5. Ordinal scale puts the individuals in a line, for example in the order of size, without paying any attention to how large the individual differences are. On this scale, we could for example indicate preferences of taste: "I'd rather live in a terraced house than in a block of flats." "This fabric is more beautiful than that one." Worded scales used in opinion polls must also be seen as some type of ordinal scale:

beautiful / - / - / - / - / - / ugly

In the scale above, a qualitative concept (beauty) which is usually evaluated verbally has been operationalized to be measured and analysed numerically. It is up to the researcher to decide if this procedure is fair toward the concept or if it discards some important points.

Most (but not all) ordinal scales are discontinuous in nature, which means that they contain only discrete values, but no intermediates.

6. Arithmetical scale. Its spacing is uniform, that is, the intervals between the markings are equal. These scales are often continuums, so the number of possible values is infinite. Hence these scales allow very precise measurements of the variables. Most physical quantities are measured this way. The following subcategories exist, though in practice there is little difference between them:

Operationality of the scales in analysis. When selecting the language of presentation, the researcher should consider not only the facility and accuracy of registering facts in the empiria, but also the practical procedures of analysis and the requirements of data processing, if that is used. In that, arithmetic scales are unbeatable: the relations between numbers are exact and known to everyone, it is easy to feed them into the computer and there are excellent mathematical methods available for analysing them. Some of the most powerful methods of analysis include divisions and can consequently only be applied to data measured with a ratio scale. From the point of view of analysis, the ratio scale would thus be preferable. Indeed, it often happens that a researcher "operationalizes" one of the attributes of his object of study: he deliberately constructs a never-heard-of ratio scale for measuring it because he wants to use statistical analysis.

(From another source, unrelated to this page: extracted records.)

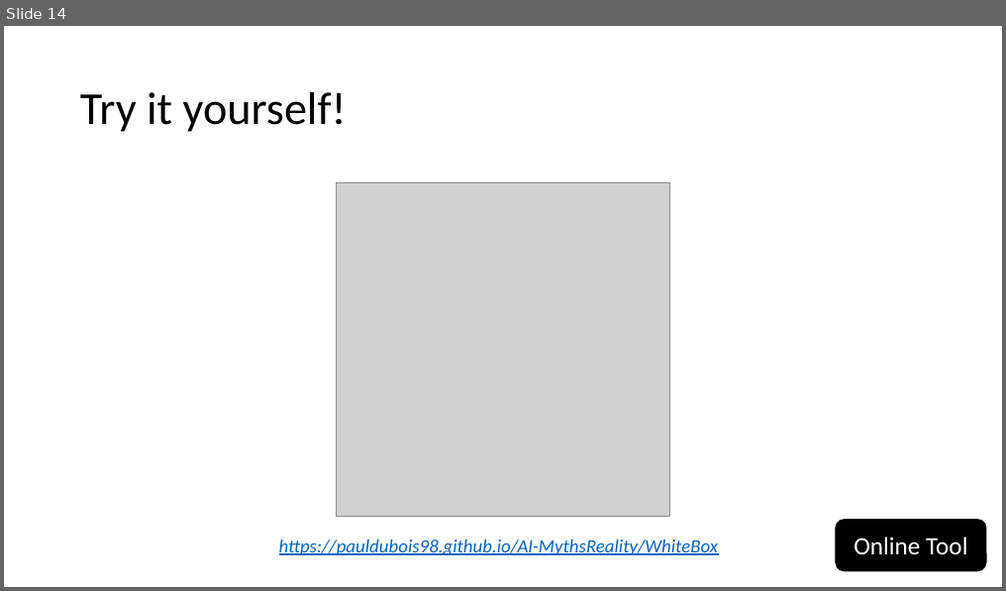
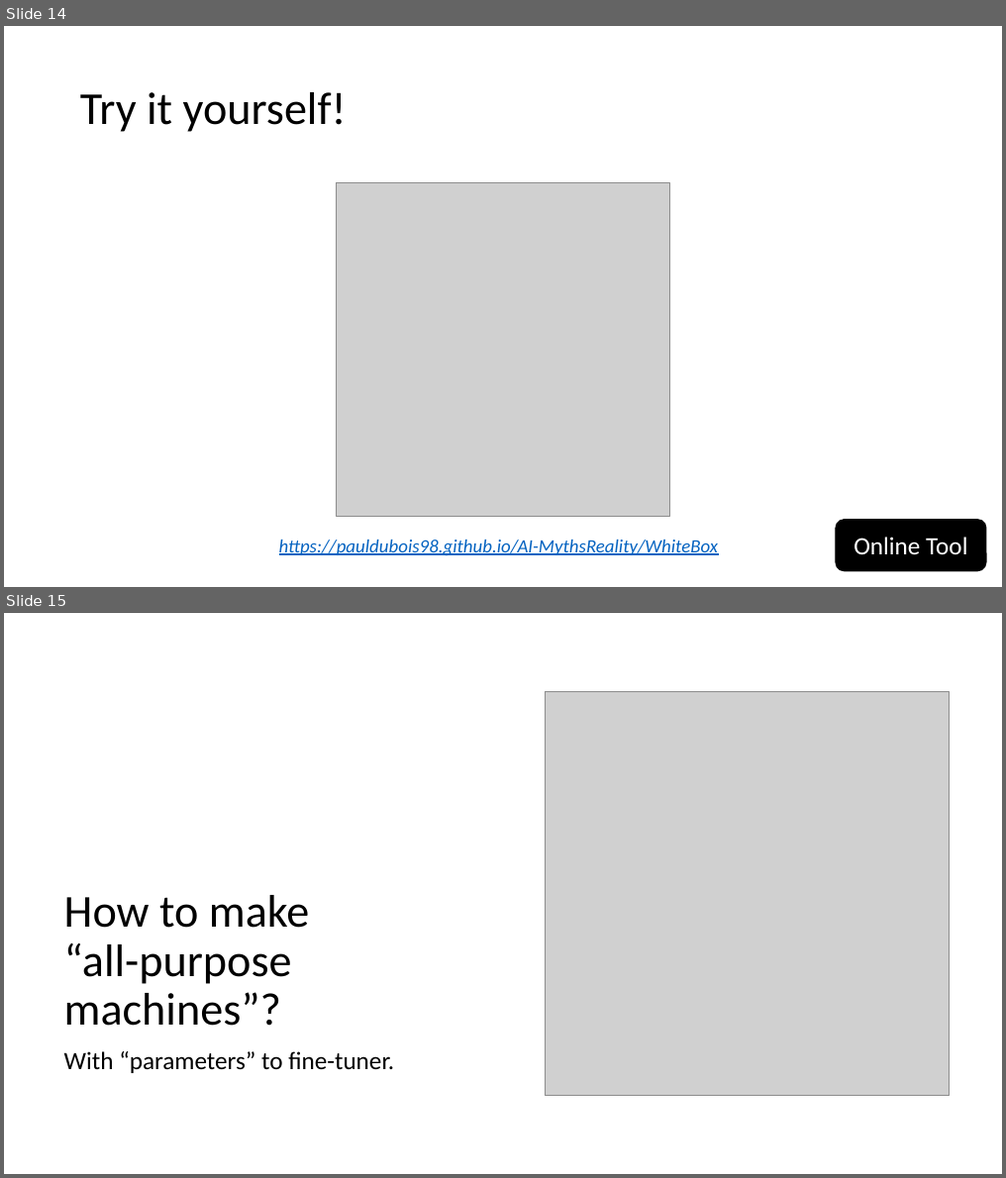
Before and after one commit to PRF-Development/DataAnalysisExtras, a slide deck: WhatIsArtificialIntelligence.pptx. Shown one above the other, each under a label of ours: slide 14 before the commit, slides 14 and 15 after it. The pictures are 1006x591 and 1006x1178 pixels, drawn with LibreOffice and Linux fonts; fonts in the diff are those of the drawing; grey boxes stand for pictures. Boxes give left, top, right and bottom in pixels: in the first picture for what was removed or moved away, otherwise in the second. Text is boxed around its words. In the diff, an @@ line names an element or a change of style, - is before the commit and + after.

Commit message:
outro slide

```diff
--- a/WhatIsArtificialIntelligence.pptx
+++ b/WhatIsArtificialIntelligence.pptx
@@ slide 15 added at [4, 613, 1002, 1174], background #FFFFFF @@
@@ picture added at [545, 691, 948, 1096] @@
@@ title added at [64, 895, 309, 1026], 44 pt, text #000000 @@
+How to make
+“all-purpose machines”?
@@ text added at [64, 1052, 394, 1073], 24 pt, text #000000 @@
+With “parameters” to fine-tuner.
```

Remember, on the other hand, that the success of analysis depends also on validity: how faithfully the language can present the thing that is of interest in the study? In this respect verbal or other non mathematical languages can often be superior after all. There is a discussion on the format of data in the various stages of analysis under Tools for Analysis.

How to minimize errors

An important goal of empirical research is to create a theoretical picture of the object of study which resides in the empirical world. However, we have to admit that this picture never can be absolutely faultless or reliable. The reasons are many: every registering of data can contain an inadvertent error; it is not possible to know all relevant cases that should be measured, or approach them; the number of cases can be so great that we can afford to study only a sample of them, and this sample can be biased; analysis of the data can contain errors or misinterpretation. Many of these sources of error can be eliminated by careful preparation of the project.

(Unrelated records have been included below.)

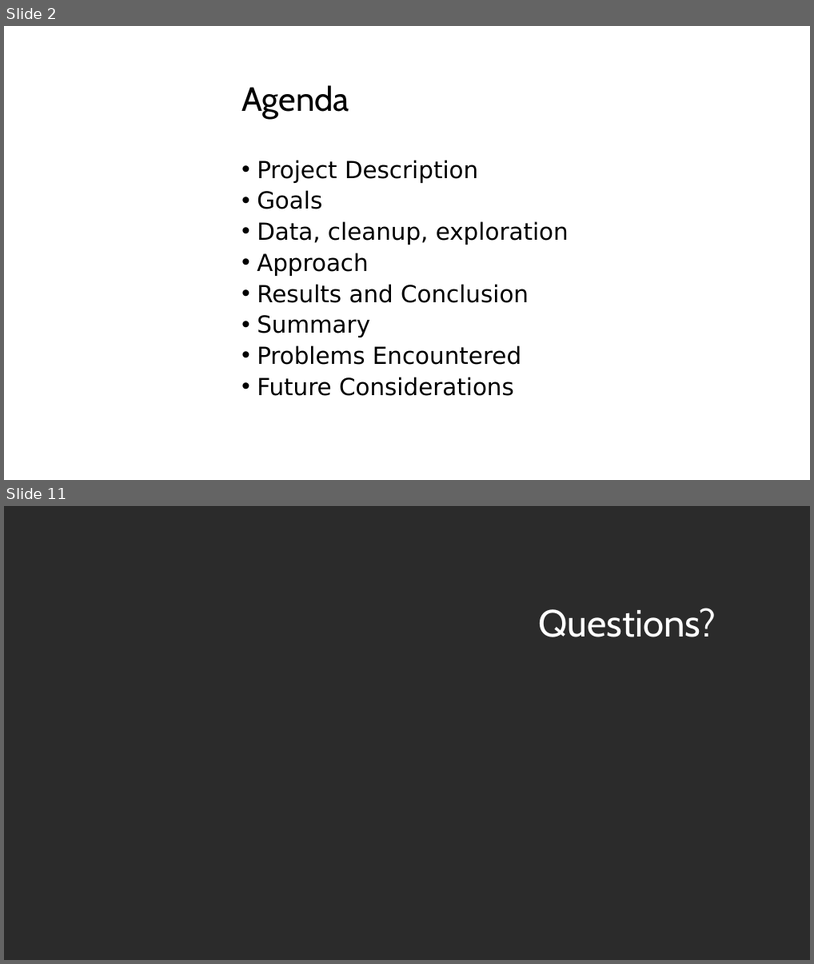
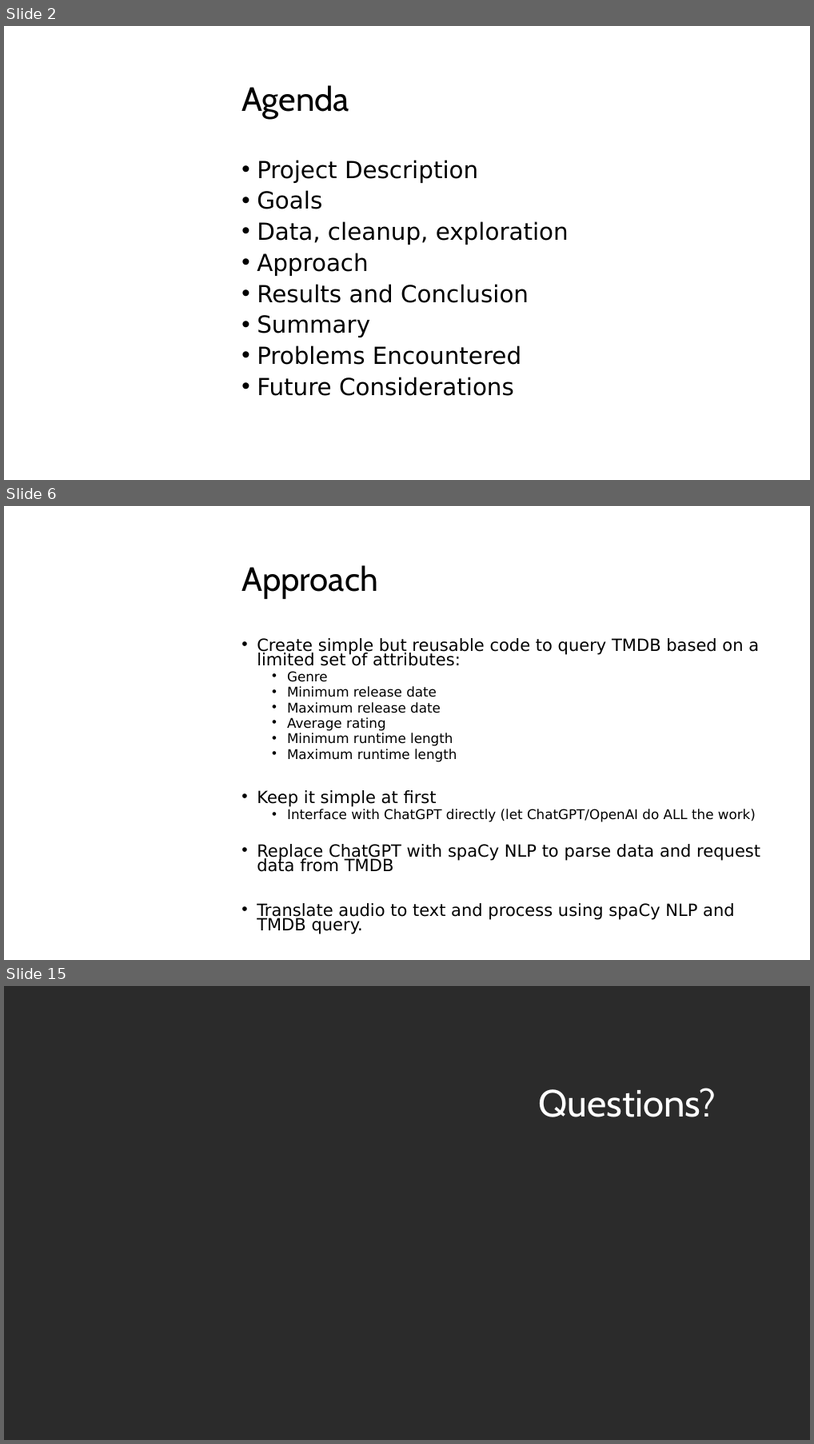
Before and after one commit to brian-campbell/ai-bootcamp-project-3, a slide deck: MovieChatBot.pptx. Shown one above the other, each under a label of ours: slides 2 and 11 before the commit, slides 2, 6 and 15 after it; the slides between them are not shown. The pictures are 814x964 and 814x1444 pixels, drawn with LibreOffice and Linux fonts; fonts in the diff are those of the drawing; background and template pictures are left out; a plain dark background stands for a picture behind light text. Boxes give left, top, right and bottom in pixels: in the first picture for what was removed or moved away, otherwise in the second. Text is boxed around its words. In the diff, an @@ line names an element or a change of style, - is before the commit and + after.

```diff
--- a/MovieChatBot.pptx
+++ b/MovieChatBot.pptx
@@ slide 6 added at (4, 506, 810, 960), background picture (left out) @@
@@ title added at (242, 565, 378, 599), 40 pt, text #000000 @@
+Approach
@@ text added at (257, 638, 761, 934), 20 pt, text #000000 @@
+• Create simple but reusable code to query TMDB based on a limited set of attributes:
+  • Genre
+  • Minimum release date
+  • Maximum release date
+  • Average rating
+  • Minimum runtime length
+  • Maximum runtime length
+• Keep it simple at first
+  • Interface with ChatGPT directly (let ChatGPT/OpenAI do ALL the work)
+• Replace ChatGPT with spaCy NLP to parse data and request data from TMDB
+• Translate audio to text and process using spaCy NLP and TMDB query.
@@ what was slide 11 is now slide 15 @@
```
Also in this commit, not shown: 4 slides changed, 7 other slides added, 4 slides removed.

When preparing definitions of concepts it is thus worth the while to deliberate how their empirical recording shall be made, and which kind of difficulties it might entail. Sometimes a slight adjustment of the concept definition can help to avoid errors and disturbing variation of data, not to speak of unnecessary field work.

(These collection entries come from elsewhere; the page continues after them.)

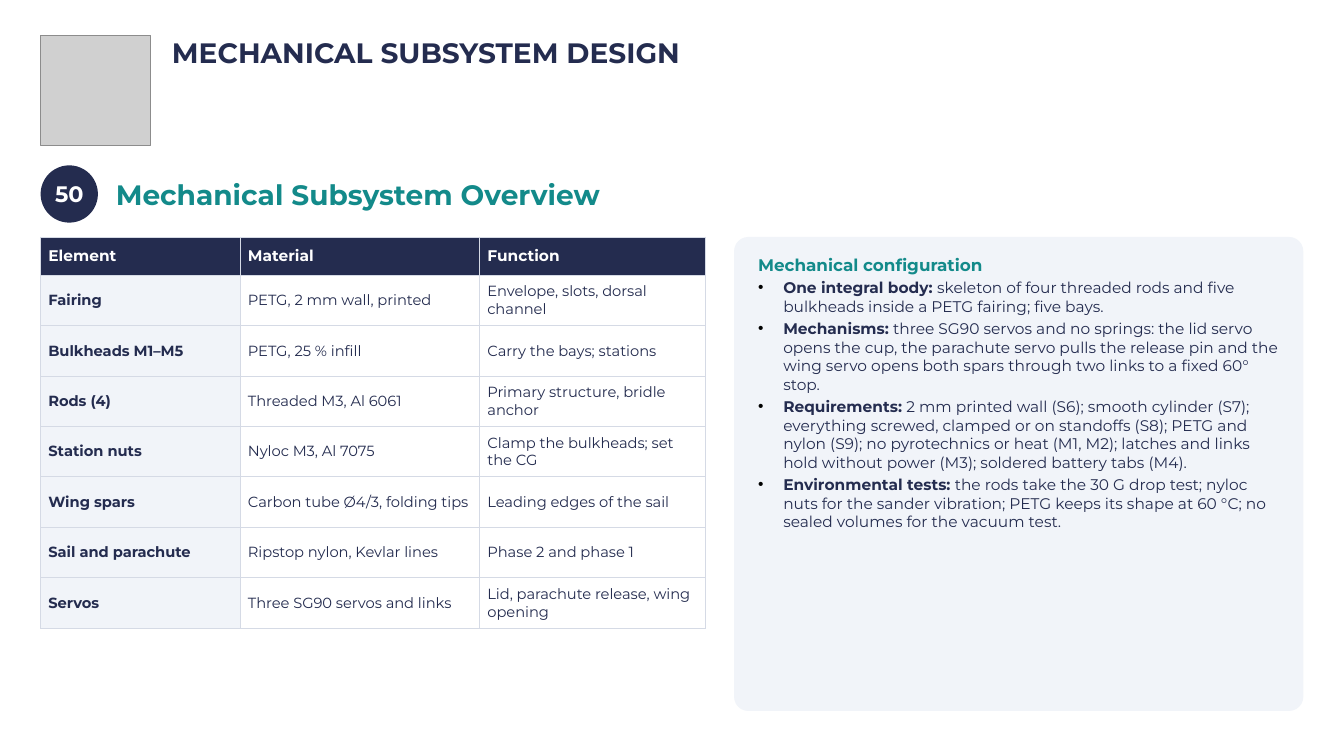
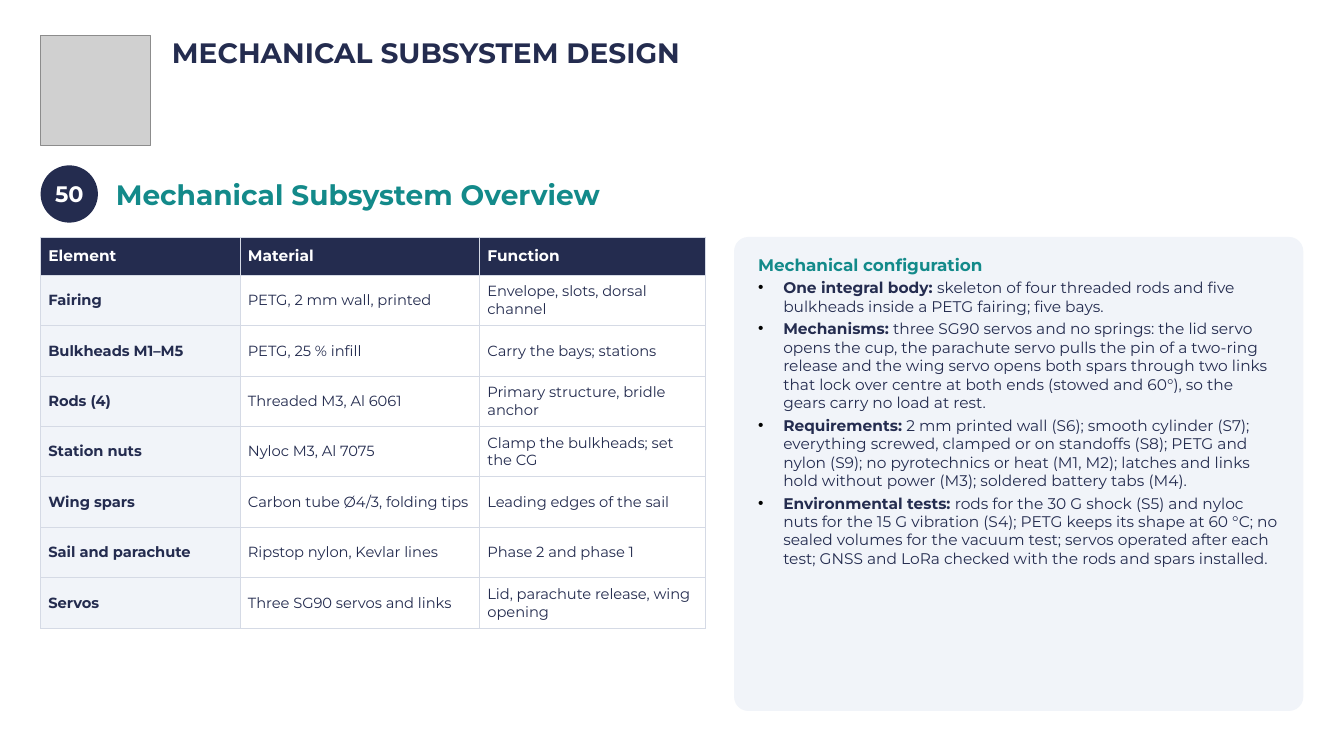
Before and after one commit to Caetano18/proyecto, a slide deck: slide 53 of cansat_pdr/laminas_plantilla/CanSat_PDR_Hermes_V2.pptx. Drawn at 1344x756 pixels with LibreOffice and Linux fonts; fonts in the diff are those of the drawing; grey boxes stand for pictures; background and template pictures are left out. Boxes give left, top, right and bottom in pixels: in the first picture for what was removed or moved away, otherwise in the second. Text is boxed around its words. In the diff, an @@ line names an element or a change of style, - is before the commit and + after.

```diff
--- a/cansat_pdr/laminas_plantilla/CanSat_PDR_Hermes_V2.pptx
+++ b/cansat_pdr/laminas_plantilla/CanSat_PDR_Hermes_V2.pptx
@@ text in rounded rectangle at (x1=783, y1=322, x2=1267, y2=411): text changed @@
-• Mechanisms: three SG90 servos and no springs: the lid servo opens the cup, the parachute servo pulls the release pin and the wing servo opens both spars through two links to a fixed 60° stop.
+• Mechanisms: three SG90 servos and no springs: the lid servo opens the cup, the parachute servo pulls the pin of a two-ring release and the wing servo opens both spars through two links that lock over centre at both ends (stowed and 60°), so the gears carry no load at rest.
@@ text in rounded rectangle at (x1=783, y1=497, x2=1277, y2=567): text changed @@
-• Environmental tests: the rods take the 30 G drop test; nyloc nuts for the sander vibration; PETG keeps its shape at 60 °C; no sealed volumes for the vacuum test.
+• Environmental tests: rods for the 30 G shock (S5) and nyloc nuts for the 15 G vibration (S4); PETG keeps its shape at 60 °C; no sealed volumes for the vacuum test; servos operated after each test; GNSS and LoRa checked with the rods and spars installed.
```
Also in this commit, not shown: 13 other slides changed, 31 other files.

A researcher is usually searching invariable structures in the object of study, which structures usually become visible as some kind of systematic variation in the measurements and recordings. Beside this interesting variation, the data usually contain other, disturbing variation which the researcher usually wants to minimize. Its most usual sources are:

Each of these three types of error will be discussed in the following.

Errors in measurement

A meter includes the apparatus and the arrangement with which the researcher registers whatever interests him in the object. Also non-mechanical methods for gathering data can function as meters, such as psychological tests and the scales used in questionnaires, e.g.:

pleasant unpleasant

The worst defect that a meter can have is that it measures the wrong thing. In other words, a good meter must be valid. Moreover, it should be reliable, giving always the same results even when used by different people. Finally, a sufficient resolution will be needed. Resolution (or least count) is equal to the smallest measurable difference between the observations.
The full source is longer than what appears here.